7.2 Working with Documents

It’s easy to see how documents enable a wide array of applications. Consider a social networking application that stores each user’s profile as a document in HyperDex. Users which provide very little information to the social network will have a relatively sparse profile like this:

  {"name": "John Smith"}

You can store this simple document almost exactly like you would store any other data in HyperDex.

  >>> Document = hyperdex.client.Document
  >>> c.put(’profiles’, ’jsmith1’, {’profile’: Document({"name": "John Smith"})})
  True

Of course, nothing prevents users from having more-complex versions of the profile like so:

  >>> c.put(’profiles’, ’jd’, {’profile’: Document({
  ...     "name": "John Doe",
  ...     "www": "http://example.org",
  ...     "email": "doe@example.org",
  ...     "friends": ["John Smith"]
  ... })})
  True

You can search over documents just like you can search over regular HyperDex attributes. For example, to retrieve the objects for all people named John Doe, you can do a search on profile.name to retrieve all such objects:

  >>> print [x for x in c.search(’profiles’, {’profile.name’: ’John Doe’})]
  [{’username’: ’jd’, ’profile’: Document({"www": "http://example.org", "friends":
  ["John Smith"], "name": "John Doe", "email": "doe@example.org"})}]

You can even do HyperDex’s more-complex queries. For example, to find everyone whose name starts with “John”, you can do a regular expression search like this:

  >>> print [x for x in c.search(’profiles’, {’profile.name’: hyperdex.client.Regex(’John’)})]
  [{’username’: ’jsmith1’, ’profile’: Document({"name": "John Smith"})}, {’username’: ’jd’, ’profile’: Document({"www": "http://example.org", "friends": ["John Smith"], "name": "John Doe", "email": "doe@example.org"})}]

7.3 Indexing Documents

Documents, by their very nature, impose no structure on the data they contain. Your application is free to store any JSON it wants as a document, and HyperDex will search it just fine. Sometimes though, your documents do have some structure, and your queries will often look at the same elements of the documents. For these situations, it is possible to construct an index on the document that significantly speeds up many popular search queries.

With our example queries above, we could create an index on the profile.name attribute.

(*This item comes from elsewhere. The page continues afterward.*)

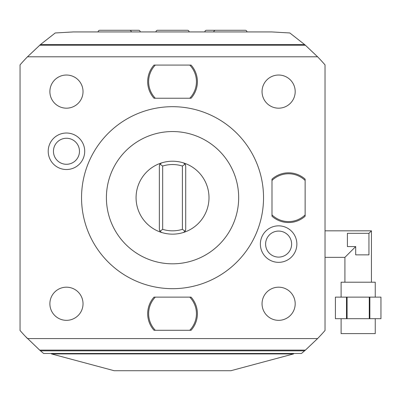<?xml version="1.0" encoding="UTF-8"?>
<svg xmlns="http://www.w3.org/2000/svg" width="401" height="401" viewBox="0 0 401 401"><rect width="100%" height="100%" fill="white"/><g stroke="black" fill="none" stroke-linecap="round" stroke-linejoin="round"><path stroke-width="0.6" d="M182.41 166.039L182.41 229.327A33.148 33.148 0 0 1 162.676 229.332L162.676 166.034A33.148 33.148 0 0 1 182.41 166.039L185.097 164.109L185.713 166.034L185.713 229.332L185.097 231.257A3.313 3.313 0 0 1 184.671 231.748M182.41 229.327L185.097 231.257L183.387 232.495A36.466 36.466 0 0 1 136.074 197.683A36.466 36.466 0 0 1 161.688 162.871L159.979 164.109L162.676 166.034M161.688 162.871A36.466 36.466 0 0 1 183.387 162.871L185.097 164.109A3.313 3.313 0 0 0 184.891 163.849M183.387 162.871A36.466 36.466 0 0 1 183.387 232.495M238.67 197.683A66.135 66.135 0 0 0 172.54 131.548A66.135 66.135 0 0 0 106.405 197.683A66.135 66.135 0 0 0 172.54 263.818A66.135 66.135 0 0 0 238.67 197.683M263.532 197.683A90.997 90.997 0 0 0 172.54 106.686A90.997 90.997 0 0 0 81.543 197.683A90.997 90.997 0 0 0 172.54 288.68A90.997 90.997 0 0 0 263.532 197.683M319.803 336.259L317.592 338.569A202.214 202.214 0 0 0 325.026 330.489L325.026 64.877A202.214 202.214 0 0 0 317.592 56.797L27.484 56.797A202.214 202.214 0 0 0 20.05 64.877L20.05 330.489A202.214 202.214 0 0 0 27.484 338.569L317.592 338.569L305.407 350.113L39.669 350.113A202.214 202.214 0 0 0 40.496 350.835L43.639 353.487L301.437 353.487L304.58 350.835A202.214 202.214 0 0 0 305.407 350.113M84.706 151.272A18.251 18.251 0 0 1 66.461 169.523A18.251 18.251 0 0 1 48.21 151.272A18.251 18.251 0 0 1 66.461 133.022A18.251 18.251 0 0 1 84.706 151.272M296.865 244.094A18.251 18.251 0 0 1 278.615 262.339A18.251 18.251 0 0 1 260.369 244.094A18.251 18.251 0 0 1 278.615 225.843A18.251 18.251 0 0 1 296.865 244.094M305.136 215.768L305.136 216.214A24.862 24.862 0 0 1 271.988 216.214L271.988 215.768M271.988 179.598L271.988 179.152A24.862 24.862 0 0 1 305.136 179.152L305.136 179.598M305.136 180.034L305.136 215.332M271.988 215.332L271.988 180.034M154.455 330.279L154.009 330.279A24.862 24.862 0 0 1 154.009 297.131L154.455 297.131M190.62 297.131L191.071 297.131A24.862 24.862 0 0 1 191.071 330.279L190.62 330.279M190.189 330.279L154.891 330.279M154.891 297.131L190.189 297.131M154.455 98.235L154.009 98.235A24.862 24.862 0 0 1 154.009 65.082L154.455 65.082M190.62 65.082L191.071 65.082A24.862 24.862 0 0 1 191.071 98.235L190.62 98.235M190.189 98.235L154.891 98.235M154.891 65.082L190.189 65.082M319.973 336.078L320.334 335.692M321.046 334.925L321.747 334.158M322.524 333.306L323.371 332.369M305.432 45.268L304.504 44.466M304.58 44.531L289.843 32.972L271.738 31.935L73.338 31.935L55.233 32.972L40.496 44.531A202.214 202.214 0 0 0 39.669 45.248L305.407 45.248A202.214 202.214 0 0 0 304.58 44.531L40.496 44.531L27.484 56.797M317.592 56.797L305.407 45.248M21.709 332.369L22.551 333.306M23.328 334.158L24.03 334.925M24.747 335.692L25.103 336.078M25.273 336.259L39.669 350.113M40.496 350.835L304.58 350.835M206.505 30.275L222.084 30.275L206.505 30.275A1.659 1.659 0 0 0 204.846 31.935M222.084 30.275L213.137 30.275M213.798 31.935A1.659 1.659 0 0 1 215.457 30.275L245.292 30.275A1.659 1.659 0 0 1 246.946 31.935M155.964 31.935A1.659 1.659 0 0 1 157.623 30.275L187.457 30.275A1.659 1.659 0 0 1 189.112 31.935M98.13 31.935A1.659 1.659 0 0 1 99.789 30.275L129.623 30.275A1.659 1.659 0 0 1 131.277 31.935M122.992 30.275L138.571 30.275A1.659 1.659 0 0 1 140.23 31.935M293.592 353.913L230.861 370.724L114.215 370.724L51.483 353.913L293.592 353.913L293.918 353.487M344.915 282.214L344.915 257.352L325.026 257.352M344.915 257.352L355.692 246.58L347.401 246.58L355.692 246.58L355.692 254.866L355.692 246.58M355.692 254.866L368.95 254.866L368.95 233.317L371.436 230.831L325.026 230.831M371.436 282.214L371.436 230.831M341.106 297.131L341.106 282.214L375.246 282.214L375.246 297.131M369.271 297.131L369.271 318.68L380.95 318.68L380.95 297.131L335.401 297.131L335.406 318.68L335.401 297.131M369.271 318.68L346.499 318.68L346.499 297.131M346.499 318.68L335.406 318.68M347.086 318.68L347.086 297.131M369.857 318.68L369.857 297.131M375.246 318.68L375.246 333.597L341.106 333.597L341.106 318.68M368.95 233.317L347.401 233.317L347.401 246.58M295.191 303.763A16.576 16.576 0 0 0 278.615 287.186A16.576 16.576 0 0 0 262.043 303.763A16.576 16.576 0 0 0 278.615 320.334A16.576 16.576 0 0 0 295.191 303.763M83.032 303.763A16.576 16.576 0 0 0 66.461 287.186A16.576 16.576 0 0 0 49.884 303.763A16.576 16.576 0 0 0 66.461 320.334A16.576 16.576 0 0 0 83.032 303.763M295.191 91.603A16.576 16.576 0 0 0 278.615 75.027A16.576 16.576 0 0 0 262.043 91.603A16.576 16.576 0 0 0 278.615 108.18A16.576 16.576 0 0 0 295.191 91.603M83.032 91.603A16.576 16.576 0 0 0 66.461 75.027A16.576 16.576 0 0 0 49.884 91.603A16.576 16.576 0 0 0 66.461 108.18A16.576 16.576 0 0 0 83.032 91.603M79.473 151.272A13.012 13.012 0 0 1 66.461 164.285A13.012 13.012 0 0 1 53.448 151.272A13.012 13.012 0 0 1 66.461 138.26A13.012 13.012 0 0 1 79.473 151.272M291.627 244.094A13.012 13.012 0 0 1 278.615 257.101A13.012 13.012 0 0 1 265.607 244.094A13.012 13.012 0 0 1 278.615 231.081A13.012 13.012 0 0 1 291.627 244.094M271.988 180.455L271.988 216.214A24.862 24.862 0 0 0 305.136 216.214L305.136 180.455A23.905 23.905 0 0 0 271.988 180.455L271.988 179.152A24.862 24.862 0 0 1 305.136 179.152L305.136 180.455M271.988 214.906A23.905 23.905 0 0 0 305.136 214.906M189.763 297.131L154.009 297.131A24.862 24.862 0 0 0 154.009 330.279L189.763 330.279A23.905 23.905 0 0 0 189.763 297.131L191.071 297.131A24.862 24.862 0 0 1 191.071 330.279L189.763 330.279M155.312 297.131A23.905 23.905 0 0 0 155.312 330.279M189.763 65.082L154.009 65.082A24.862 24.862 0 0 0 154.009 98.235L189.763 98.235A23.905 23.905 0 0 0 189.763 65.082L191.071 65.082A24.862 24.862 0 0 1 191.071 98.235L189.763 98.235M155.312 65.082A23.905 23.905 0 0 0 155.312 98.235M161.418 232.395A3.313 3.313 0 0 1 161.147 232.274M160.184 231.517A3.313 3.313 0 0 1 159.979 231.257L162.676 229.332M159.628 230.635A3.313 3.313 0 0 1 159.533 230.375M159.533 164.986A3.313 3.313 0 0 1 159.628 164.731M161.688 232.495L159.979 231.257L159.362 229.332L159.362 166.034L159.979 164.109A3.313 3.313 0 0 1 160.184 163.849M161.147 163.092A3.313 3.313 0 0 1 161.418 162.966M185.548 230.375A3.313 3.313 0 0 1 185.447 230.635M184.435 231.948A3.313 3.313 0 0 1 184.184 232.124M183.929 232.274A3.313 3.313 0 0 1 183.663 232.395M183.663 162.966A3.313 3.313 0 0 1 183.929 163.092M184.184 163.242A3.313 3.313 0 0 1 184.435 163.418M185.447 164.731A3.313 3.313 0 0 1 185.548 164.986M51.483 353.913L51.158 353.487M380.95 318.68L380.95 297.131"/></g></svg>

This index may be consulted by equality and range searches that include the profile.name element.

To create this index, use the add-index command, specifying the space “profiles” and the attribute “profile.name”.

  hyperdex add-index profiles profile.name

This will instruct HyperDex to add the new index, and will index all existing data using the new index. You can add and remove indices at any time as your documents change.